Task goal: The printed result should hold only the lines from the opening of the data through the line bearing "Game: Godot game, scene", exactly as given and without pictures.

Records: Begin

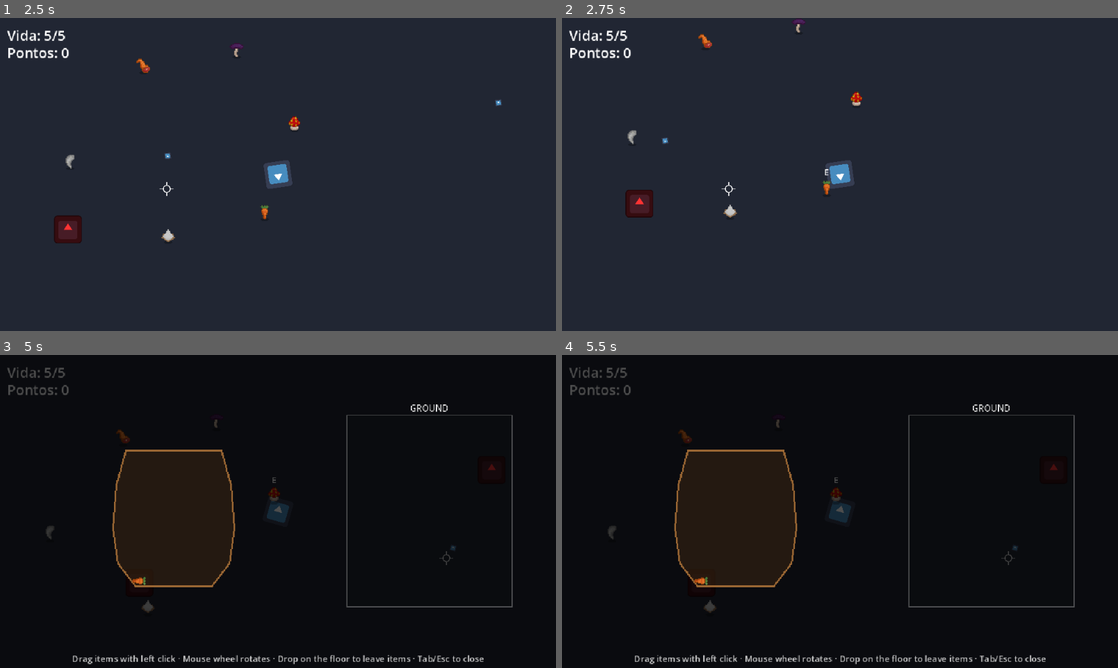
Above: before the commit, frames 1-4 (two rows, left to right).
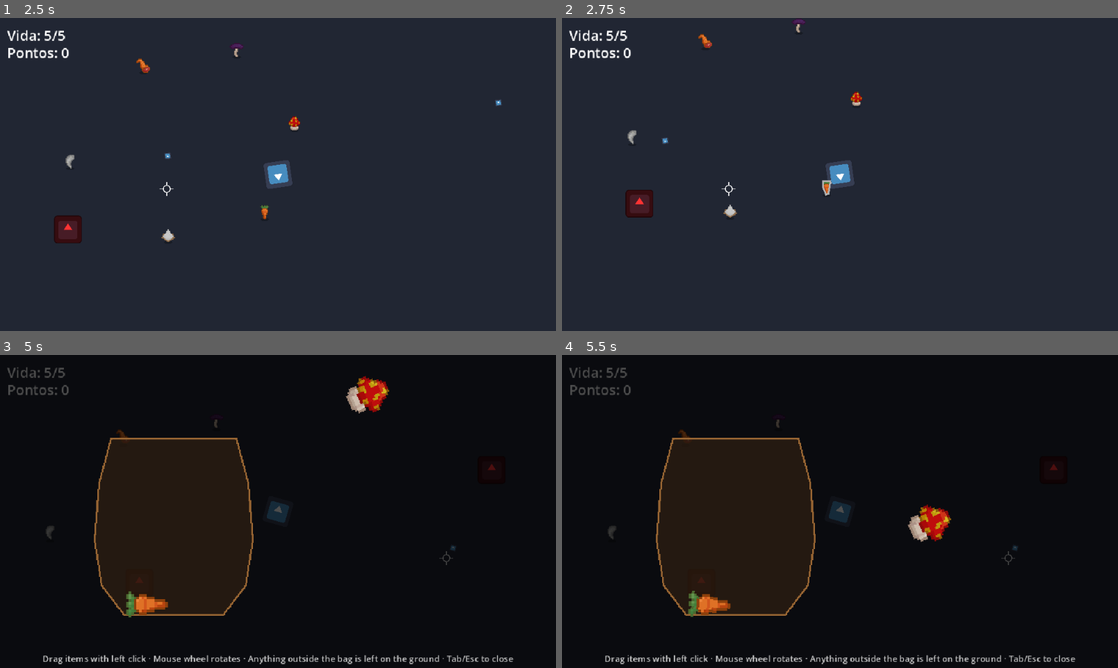
Above: after the commit, the same moments.

Repository: JvCodes76/Gamejam-
Game: Godot game, scene res://ui/main_menu.tscn
The game is run twice, just before and just after one commit, with the same random seed, the same clock (stepped at 60 frames per second) and the same inputs. The engine's default icon, where the game draws it, is replaced by a stand-in: a white triangle on a blue panel in a dark square.
Inputs (mouse positions are in pixels of both pictures, inside the frame that each line leads up to):
- Up to frame 1 (2.5 s): click "Jogar" at 0.5 s; move the mouse to (400, 158) at 1.27 s; hold D (move_right) 1.28-2.03 s; hold E (interact) 1.28-2.03 s; click (400, 158) at 1.42 s; move the mouse to (166, 190) at 2.02 s; hold S (move_down) from 2.03 s (still down); click (166, 190) at 2.1 s
- Up to frame 2 (2.75 s): keep holding S (move_down)
- Up to frame 3 (5 s): move the mouse to (333, 442) at 2.77 s; release S (move_down) at 2.78 s; hold D (move_right) 2.78-3.53 s; hold E (interact) 2.78-3.53 s; click (333, 442) at 2.92 s; move the mouse to (250, 574) at 3.52 s; hold W (move_up) 3.53-4.28 s; click (250, 574) at 3.6 s; move the mouse to (444, 558) at 4.27 s; hold A (move_left) from 4.28 s (still down); hold E (interact) from 4.28 s (still down); click (444, 558) at 4.42 s; tap Tab (inventory) at 4.9 s
- Up to frame 4 (5.5 s): keep holding A (move_left); move the mouse to (673, 464) at 5.02 s; release E (interact) at 5.03 s; click (673, 464) at 5.1 s

Frame 1 is identical in both runs. In frame 2, less than 0.1% of the frame differs, in the area x 46-49%, y 48-57%; in frame 3, 8.6%, in the area x 7-93%, y 6-99%; in frame 4, 8.6%.

Commit message:
Refinamento no sistema de inventário

Diff:
--- a/gamejam+/autoloads/item_manager.gd
+++ b/gamejam+/autoloads/item_manager.gd
@@ -21,6 +21,8 @@
 var inventory_open: bool = false
 var shrink_upgrade_active: bool = false
 var shrink_scale: float = 0.6
+# Escala base dos sprites na tela de inventário (16 px -> 48 px)
+var base_item_scale: float = 3.0
 
 
 func _ready() -> void:
@@ -103,7 +105,7 @@
 
 # Escala atual dos itens (reduzida se o upgrade estiver ativo)
 func current_item_scale() -> float:
-	return shrink_scale if shrink_upgrade_active else 1.0
+	return base_item_scale * (shrink_scale if shrink_upgrade_active else 1.0)
 
 
 # Guarda o item na bolsa se couber facilmente
--- a/gamejam+/inventory/bag.gd
+++ b/gamejam+/inventory/bag.gd
@@ -102,7 +102,7 @@
 	if item.is_scaling:
 		return
 	if to_local(item.global_position).y < BagLayout.MOUTH_RECT.position.y:
-		item.apply_item_scale(1.0, shrink_tween_time)
+		item.apply_item_scale(ItemManager.base_item_scale, shrink_tween_time)
 
 func _on_inside_entered(body: Node2D) -> void:
 	if body is PhysicalItem:
@@ -113,7 +113,7 @@
 		item_left_bag.emit(body as PhysicalItem)
 
 # Instancia um item como filho da bolsa
-func spawn_item(data: ItemData, local_position: Vector2, item_rotation: float = 0.0, item_scale: float = 1.0) -> PhysicalItem:
+func spawn_item(data: ItemData, local_position: Vector2, item_rotation: float = 0.0, item_scale: float = 3.0) -> PhysicalItem:
 	var item: PhysicalItem = item_scene.instantiate() as PhysicalItem
 	item.position = local_position
 	item.rotation = item_rotation
--- a/gamejam+/inventory/bag_layout.gd
+++ b/gamejam+/inventory/bag_layout.gd
@@ -1,14 +1,15 @@
 class_name BagLayout
 extends RefCounted
 
+# Bolsa 1.3x maior (area ~1.7x) para acomodar itens 3x (48 px); boca 92 px
 # Coordenadas locais da bolsa: origem no centro, y para baixo
 const INTERIOR: PackedVector2Array = [
-	Vector2(-55, -80), Vector2(55, -80),
-	Vector2(66, -40), Vector2(70, 10),
-	Vector2(64, 50), Vector2(44, 76),
-	Vector2(-44, 76), Vector2(-64, 50),
-	Vector2(-70, 10), Vector2(-66, -40),
+	Vector2(-72, -104), Vector2(72, -104),
+	Vector2(86, -52), Vector2(91, 13),
+	Vector2(83, 65), Vector2(57, 99),
+	Vector2(-57, 99), Vector2(-83, 65),
+	Vector2(-91, 13), Vector2(-86, -52),
 ]
 # Boca da bolsa no topo
-const MOUTH_RECT: Rect2 = Rect2(-35, -92, 70, 12)
-const WALL_THICKNESS: float = 8.0
+const MOUTH_RECT: Rect2 = Rect2(-46, -120, 92, 16)
+const WALL_THICKNESS: float = 16.0
--- a/gamejam+/inventory/ground_item.gd
+++ b/gamejam+/inventory/ground_item.gd
@@ -3,23 +3,24 @@
 
 @export var bob_height: float = 2.0
 @export var bob_time: float = 0.8
+@export var outline_width_px: float = 2.0
 
 var entry: Dictionary = {}
 
+var _outlines: Array[Line2D] = []
+
 @onready var _sprite: Sprite2D = $Sprite2D
-@onready var _label: Label = $PromptLabel
 
 
 func _ready() -> void:
 	add_to_group("ground_item")
-	_label.visible = false
 	_sprite.texture_filter = CanvasItem.TEXTURE_FILTER_NEAREST
 	var tween: Tween = create_tween().set_loops()
 	tween.tween_property(_sprite, "position:y", -bob_height, bob_time).set_trans(Tween.TRANS_SINE)
 	tween.tween_property(_sprite, "position:y", 0.0, bob_time).set_trans(Tween.TRANS_SINE)
 
 
-## Guarda a entry (mesma referência do ItemManager) e mostra o ícone.
+## Guarda a entry (mesma referência do ItemManager) e mostra o ícone com seu contorno.
 func setup(new_entry: Dictionary) -> void:
 	entry = new_entry
 	position = new_entry["position"]
@@ -28,8 +29,25 @@
 	if item.icon != null:
 		var size: Vector2 = item.icon.get_size()
 		_sprite.scale = Vector2.ONE * minf(1.0, 16.0 / maxf(size.x, size.y))
+		_build_outline(item)
 
 
-## Mostra ou esconde o prompt "E".
+## Mostra ou esconde o contorno na cor da raridade (item ao alcance do player).
 func set_highlighted(value: bool) -> void:
-	_label.visible = value
+	for line: Line2D in _outlines:
+		line.visible = value
+
+
+# Cria um Line2D por polígono do sprite, filho do Sprite2D (acompanha escala e oscilação).
+func _build_outline(item: ItemData) -> void:
+	var color: Color = ItemEnums.RARITY_COLORS.get(item.rarity, Color.WHITE)
+	for polygon: PackedVector2Array in ColliderBuilder.build_polygons(item.icon):
+		var line: Line2D = Line2D.new()
+		line.points = polygon
+		line.closed = true
+		line.default_color = color
+		line.width = outline_width_px / _sprite.scale.x
+		line.joint_mode = Line2D.LINE_JOINT_ROUND
+		line.visible = false
+		_sprite.add_child(line)
+		_outlines.append(line)
--- a/gamejam+/inventory/ground_item.tscn
+++ b/gamejam+/inventory/ground_item.tscn
@@ -12,12 +12,3 @@
 
 [node name="Sprite2D" type="Sprite2D" parent="."]
 texture_filter = 1
-
-[node name="PromptLabel" type="Label" parent="."]
-offset_left = -6.0
-offset_top = -26.0
-offset_right = 6.0
-offset_bottom = -12.0
-theme_override_font_sizes/font_size = 10
-text = "E"
-horizontal_alignment = 1
--- a/gamejam+/inventory/inventory_screen.gd
+++ b/gamejam+/inventory/inventory_screen.gd
@@ -2,12 +2,20 @@
 extends CanvasLayer
 ## Tela do inventário físico: pausa o jogo e mostra a bolsa e o chão.
 
-@export var ground_rect: Rect2 = Rect2(400, 70, 190, 220)
+@export var spawn_area: Rect2 = Rect2(400, 40, 190, 80)
 @export var drop_scatter: float = 24.0
-@export var pending_margin: float = 30.0
+@export var nearby_radius: float = 96.0
+@export var max_nearby_items: int = 12
+@export var spawn_columns: int = 4
+@export var spawn_row_step: float = 50.0
 
 var _prev_mouse_mode: Input.MouseMode = Input.MOUSE_MODE_VISIBLE
 var _open: bool = false
+# Item físico -> posição original no mundo (itens vindos do chão)
+var _origins: Dictionary = {}
+var _spawn_index: int = 0
+var _frozen_scene: Node
+var _prev_scene_mode: Node.ProcessMode = Node.PROCESS_MODE_INHERIT
 
 @onready var _viewport: SubViewport = $ViewportContainer/SubViewport
 @onready var _bag: Bag = $ViewportContainer/SubViewport/Bag
@@ -37,7 +45,7 @@
 	body.collision_layer = 1
 	body.collision_mask = 1
 	var s: Vector2 = Vector2(_viewport.size)
-	var t: float = 50.0
+	var t: float = 48.0
 	var rects: Array[Rect2] = [
 		Rect2(-t, -t, s.x + 2.0 * t, t), Rect2(-t, s.y, s.x + 2.0 * t, t),
 		Rect2(-t, 0, t, s.y), Rect2(s.x, 0, t, s.y),
@@ -60,15 +68,21 @@
 	Input.mouse_mode = Input.MOUSE_MODE_VISIBLE
 	ItemManager.inventory_open = true
 	for entry: Dictionary in ItemManager.bag_entries:
-		_track(_bag.spawn_item(entry["item"], entry["position"], entry.get("rotation", 0.0), entry.get("scale", 1.0)))
+		_track(_bag.spawn_item(entry["item"], entry["position"], entry.get("rotation", 0.0), entry.get("scale", ItemManager.base_item_scale)))
+	_spawn_index = 0
+	_origins.clear()
+	for entry: Dictionary in _nearby_ground_entries():
+		ItemManager.take_from_ground(entry)
+		var gi: PhysicalItem = _spawn_in_area(entry["item"])
+		_origins[gi] = entry["position"]
 	for data: ItemData in ItemManager.pending_items:
-		var pos: Vector2 = ground_rect.position + Vector2(
-			randf_range(pending_margin, ground_rect.size.x - pending_margin),
-			randf_range(pending_margin, ground_rect.size.y - pending_margin))
-		_track(_bag.spawn_item(data, _bag.to_local(_viewport_to_global(pos)), randf() * TAU, ItemManager.current_item_scale()))
+		_spawn_in_area(data)
 	ItemManager.pending_items.clear()
 	visible = true
-	get_tree().paused = true
+	# Não usa get_tree().paused: pausar a árvore também pausa o PhysicsServer2D e congelaria os itens
+	_frozen_scene = get_tree().current_scene
+	_prev_scene_mode = _frozen_scene.process_mode
+	_frozen_scene.process_mode = Node.PROCESS_MODE_DISABLED
 	print("[Inventory] - Aberto (%d na bolsa)" % ItemManager.bag_entries.size())
 
 # Fecha: salva a bolsa e derruba o resto no chão do mundo
@@ -84,18 +98,53 @@
 		if child is PhysicalItem:
 			var item := child as PhysicalItem
 			if not _bag.is_inside(item):
-				var offset := Vector2(randf_range(-drop_scatter, drop_scatter), randf_range(-drop_scatter, drop_scatter))
-				ItemManager.drop_to_ground(item.item_data, origin + offset if player != null else Vector2.ZERO)
+				if _origins.has(item):
+					ItemManager.drop_to_ground(item.item_data, _origins[item])
+				else:
+					var offset := Vector2(randf_range(-drop_scatter, drop_scatter), randf_range(-drop_scatter, drop_scatter))
+					ItemManager.drop_to_ground(item.item_data, origin + offset if player != null else Vector2.ZERO)
 				dropped += 1
 			item.queue_free()
+	_origins.clear()
 	ItemManager.save_bag_layout(kept)
 	_tooltip.clear()
 	visible = false
-	get_tree().paused = false
+	if is_instance_valid(_frozen_scene):
+		_frozen_scene.process_mode = _prev_scene_mode
+	_frozen_scene = null
 	Input.mouse_mode = _prev_mouse_mode
 	ItemManager.inventory_open = false
 	EventBus.inventory_closed.emit()
 	print("[Inventory] - Fechado (%d na bolsa, %d no chão)" % [kept.size(), dropped])
+
+# Entradas do chão dentro do raio do player, as mais próximas primeiro
+func _nearby_ground_entries() -> Array[Dictionary]:
+	var out: Array[Dictionary] = []
+	var player: Node2D = get_tree().get_first_node_in_group("player") as Node2D
+	if player == null:
+		return out
+	for entry: Dictionary in ItemManager.ground_entries:
+		if player.global_position.distance_to(entry["position"]) <= nearby_radius:
+			out.append(entry)
+	out.sort_custom(func(x: Dictionary, y: Dictionary) -> bool:
+		return player.global_position.distance_squared_to(x["position"]) < player.global_position.distance_squared_to(y["position"]))
+	if out.size() > max_nearby_items:
+		out.resize(max_nearby_items)
+	print("[Inventory] - %d itens do chão por perto" % out.size())
+	return out
+
+# Spawna um item na spawn_area, escalonado em grade para não sobrepor
+func _spawn_in_area(data: ItemData) -> PhysicalItem:
+	var cols: int = maxi(spawn_columns, 1)
+	var col: int = _spawn_index % cols
+	var row: int = _spawn_index / cols
+	_spawn_index += 1
+	var pos: Vector2 = spawn_area.position + Vector2(
+		(float(col) + 0.5) * spawn_area.size.x / float(cols),
+		float(row) * spawn_row_step + randf_range(0.0, 6.0))
+	var item: PhysicalItem = _bag.spawn_item(data, _bag.to_local(_viewport_to_global(pos)), randf() * TAU, ItemManager.current_item_scale())
+	_track(item)
+	return item
 
 func _track(item: PhysicalItem) -> void:
 	_tooltip.watch(item)
--- a/gamejam+/inventory/inventory_screen.tscn
+++ b/gamejam+/inventory/inventory_screen.tscn
@@ -30,31 +30,8 @@
 size = Vector2i(640, 360)
 render_target_update_mode = 4
 
-[node name="Ground" type="ColorRect" parent="ViewportContainer/SubViewport"]
-offset_left = 400.0
-offset_top = 70.0
-offset_right = 590.0
-offset_bottom = 290.0
-mouse_filter = 2
-color = Color(1, 1, 1, 0.08)
-
-[node name="Outline" type="Line2D" parent="ViewportContainer/SubViewport/Ground"]
-points = PackedVector2Array(0, 0, 190, 0, 190, 220, 0, 220)
-closed = true
-width = 1.0
-default_color = Color(0.8, 0.8, 0.8, 0.6)
-
-[node name="GroundLabel" type="Label" parent="ViewportContainer/SubViewport/Ground"]
-layout_mode = 0
-offset_top = -16.0
-offset_right = 190.0
-offset_bottom = 0.0
-theme_override_font_sizes/font_size = 10
-text = "GROUND"
-horizontal_alignment = 1
-
 [node name="Bag" parent="ViewportContainer/SubViewport" instance=ExtResource("2")]
-position = Vector2(200, 190)
+position = Vector2(200, 200)
 
 [node name="HelpLabel" type="Label" parent="."]
 anchors_preset = 12
@@ -65,7 +42,7 @@
 mouse_filter = 2
 theme_override_colors/font_color = Color(0.8, 0.8, 0.8, 1)
 theme_override_font_sizes/font_size = 10
-text = "Drag items with left click · Mouse wheel rotates · Drop on the floor to leave items · Tab/Esc to close"
+text = "Drag items with left click · Mouse wheel rotates · Anything outside the bag is left on the ground · Tab/Esc to close"
 horizontal_alignment = 1
 
 [node name="ItemTooltip" parent="." instance=ExtResource("3")]
--- a/gamejam+/inventory/item_tooltip.gd
+++ b/gamejam+/inventory/item_tooltip.gd
@@ -3,12 +3,6 @@
 
 @export var mouse_offset: Vector2 = Vector2(14, 14)
 @export var screen_margin: float = 4.0
-@export var rarity_colors: Dictionary[ItemEnums.Rarity, Color] = {
-	ItemEnums.Rarity.BASIC: Color(0.7, 0.7, 0.7),
-	ItemEnums.Rarity.INTERMEDIATE: Color(0.4, 0.85, 0.4),
-	ItemEnums.Rarity.ADVANCED: Color(0.4, 0.6, 1.0),
-	ItemEnums.Rarity.LEGENDARY: Color(1.0, 0.8, 0.2),
-}
 
 const RARITY_NAMES: Dictionary = {
 	ItemEnums.Rarity.BASIC: "Basic",
@@ -36,7 +30,7 @@
 
 @onready var _name_label: Label = $VBox/NameLabel
 @onready var _rarity_label: Label = $VBox/RarityLabel
-@onready var _aspects_label: Label = $VBox/AspectsLabel
+@onready var _aspects_label: RichTextLabel = $VBox/AspectsLabel
 @onready var _effects_label: Label = $VBox/EffectsLabel
 @onready var _desc_label: Label = $VBox/DescLabel
 
@@ -90,14 +84,14 @@
 func _fill(data: ItemData) -> void:
 	_name_label.text = data.display_name if data.display_name != "" else str(data.id)
 	_rarity_label.text = RARITY_NAMES.get(data.rarity, "")
-	_rarity_label.add_theme_color_override("font_color", rarity_colors.get(data.rarity, Color.WHITE))
+	_rarity_label.add_theme_color_override("font_color", ItemEnums.RARITY_COLORS.get(data.rarity, Color.WHITE))
 	_aspects_label.text = _aspects_text(data)
 	_effects_label.text = _effects_text(data)
 	_effects_label.visible = _effects_label.text != ""
 	_desc_label.text = data.description
 	_desc_label.visible = data.description.strip_edges() != ""
 
-# Agrupa aspectos repetidos: "Animal x2, Plant"
+# Agrupa aspectos repetidos, cada um na sua cor (BBCode): "Animal x2, Plant"
 func _aspects_text(data: ItemData) -> String:
 	var counts: Dictionary = {}
 	for a: ItemEnums.Aspect in data.aspects:
@@ -105,7 +99,9 @@
 	var parts: PackedStringArray = []
 	for a: ItemEnums.Aspect in counts:
 		var n: int = counts[a]
-		parts.append(ASPECT_NAMES.get(a, "?") + (" x%d" % n if n > 1 else ""))
+		var text: String = ASPECT_NAMES.get(a, "?") + (" x%d" % n if n > 1 else "")
+		var color: Color = ItemEnums.ASPECT_COLORS.get(a, Color.WHITE)
+		parts.append("[color=#%s]%s[/color]" % [color.to_html(false), text])
 	return ", ".join(parts)
 
 # Uma linha por efeito; magnitude diferente de 1 vira "xN"
--- a/gamejam+/inventory/item_tooltip.tscn
+++ b/gamejam+/inventory/item_tooltip.tscn
@@ -19,9 +19,12 @@
 layout_mode = 2
 theme_override_font_sizes/font_size = 10
 
-[node name="AspectsLabel" type="Label" parent="VBox"]
+[node name="AspectsLabel" type="RichTextLabel" parent="VBox"]
 layout_mode = 2
-theme_override_font_sizes/font_size = 10
+theme_override_font_sizes/normal_font_size = 10
+bbcode_enabled = true
+fit_content = true
+scroll_active = false
 
 [node name="EffectsLabel" type="Label" parent="VBox"]
 layout_mode = 2
--- a/gamejam+/inventory/physical_item.gd
+++ b/gamejam+/inventory/physical_item.gd
@@ -7,9 +7,12 @@
 signal released(item: PhysicalItem)
 
 @export var follow_strength: float = 20.0
-@export var max_grab_speed: float = 900.0
-@export var rest_linear_damp: float = 8.0
-@export var rest_angular_damp: float = 8.0
+@export var max_grab_speed: float = 450.0
+@export var rest_linear_damp: float = 0.4
+@export var rest_angular_damp: float = 2.0
+@export var gravity_scale_resting: float = 1.0
+@export var rest_friction: float = 0.8
+@export var rest_bounce: float = 0.1
 @export var rotate_step_degrees: float = 45.0
 @export var polygon_epsilon: float = 1.0
 
@@ -17,7 +20,7 @@
 static var current_grabbed: PhysicalItem = null
 
 var item_data: ItemData
-var item_scale: float = 1.0
+var item_scale: float = 3.0
 
 var is_hovered: bool = false
 var is_grabbed: bool = false
@@ -34,7 +37,13 @@
 	process_mode = Node.PROCESS_MODE_ALWAYS
 	collision_layer = 1
 	collision_mask = 1
-	gravity_scale = 0.0
+	gravity_scale = gravity_scale_resting
+	can_sleep = true
+	continuous_cd = RigidBody2D.CCD_MODE_CAST_SHAPE
+	var mat := PhysicsMaterial.new()
+	mat.friction = rest_friction
+	mat.bounce = rest_bounce
+	physics_material_override = mat
 	lock_rotation = false
 	linear_damp_mode = RigidBody2D.DAMP_MODE_REPLACE
 	angular_damp_mode = RigidBody2D.DAMP_MODE_REPLACE
@@ -42,7 +51,7 @@
 	angular_damp = rest_angular_damp
 
 # Configura sprite e colliders a partir do ItemData
-func setup(data: ItemData, new_scale: float = 1.0) -> void:
+func setup(data: ItemData, new_scale: float = 3.0) -> void:
 	item_data = data
 	item_scale = new_scale
 	if _sprite == null:
@@ -118,7 +127,7 @@
 func _physics_process(_delta: float) -> void:
 	_update_hover()
 	if is_grabbed:
-		var to_mouse: Vector2 = get_global_mouse_position() - global_position
+		var to_mouse: Vector2 = _clamped_mouse() - global_position
 		linear_velocity = (to_mouse * follow_strength).limit_length(max_grab_speed)
 		angular_velocity = 0.0
 
@@ -128,6 +137,12 @@
 		_has_pending_rotation = false
 	if is_grabbed:
 		state.angular_velocity = 0.0
+
+# Posição do mouse limitada ao retângulo do viewport (item nunca é puxado para fora)
+func _clamped_mouse() -> Vector2:
+	var rect: Rect2 = get_viewport().get_visible_rect()
+	var m: Vector2 = get_global_mouse_position()
+	return Vector2(clampf(m.x, rect.position.x, rect.end.x), clampf(m.y, rect.position.y, rect.end.y))
 
 # Atualiza estado de hover (apenas se ninguém está segurando outro item)
 func _update_hover() -> void:
@@ -144,6 +159,8 @@
 func _grab() -> void:
 	is_grabbed = true
 	current_grabbed = self
+	gravity_scale = 0.0
+	sleeping = false
 	linear_damp = 0.0
 	angular_damp = 0.0
 	grabbed.emit(self)
@@ -153,6 +170,7 @@
 	is_grabbed = false
 	if current_grabbed == self:
 		current_grabbed = null
+	gravity_scale = gravity_scale_resting
 	linear_damp = rest_linear_damp
 	angular_damp = rest_angular_damp
 	released.emit(self)
--- a/gamejam+/items/item_enums.gd
+++ b/gamejam+/items/item_enums.gd
@@ -5,3 +5,20 @@
 enum Aspect { PLANT, POISON, EARTH, ROCK, ANIMAL }
 # Raridade dos itens
 enum Rarity { BASIC, INTERMEDIATE, ADVANCED, LEGENDARY }
+
+# Cores de raridade (cinza, verde, azul, dourado)
+const RARITY_COLORS: Dictionary = {
+	Rarity.BASIC: Color(0.7, 0.7, 0.7),
+	Rarity.INTERMEDIATE: Color(0.4, 0.85, 0.4),
+	Rarity.ADVANCED: Color(0.4, 0.6, 1.0),
+	Rarity.LEGENDARY: Color(1.0, 0.8, 0.2),
+}
+
+# Cores de aspecto: matizes distintos entre si e das cores de raridade
+const ASPECT_COLORS: Dictionary = {
+	Aspect.PLANT: Color(0.1, 0.75, 0.65),
+	Aspect.POISON: Color(0.72, 0.35, 0.95),
+	Aspect.EARTH: Color(0.5, 0.3, 0.15),
+	Aspect.ROCK: Color(0.92, 0.45, 0.72),
+	Aspect.ANIMAL: Color(0.92, 0.28, 0.28),
+}

Records: End

Written response:
Above: before the commit, frames 1-4 (two rows, left to right).
Above: after the commit, the same moments.

Repository: JvCodes76/Gamejam-
Game: Godot game, scene res://ui/main_menu.tscn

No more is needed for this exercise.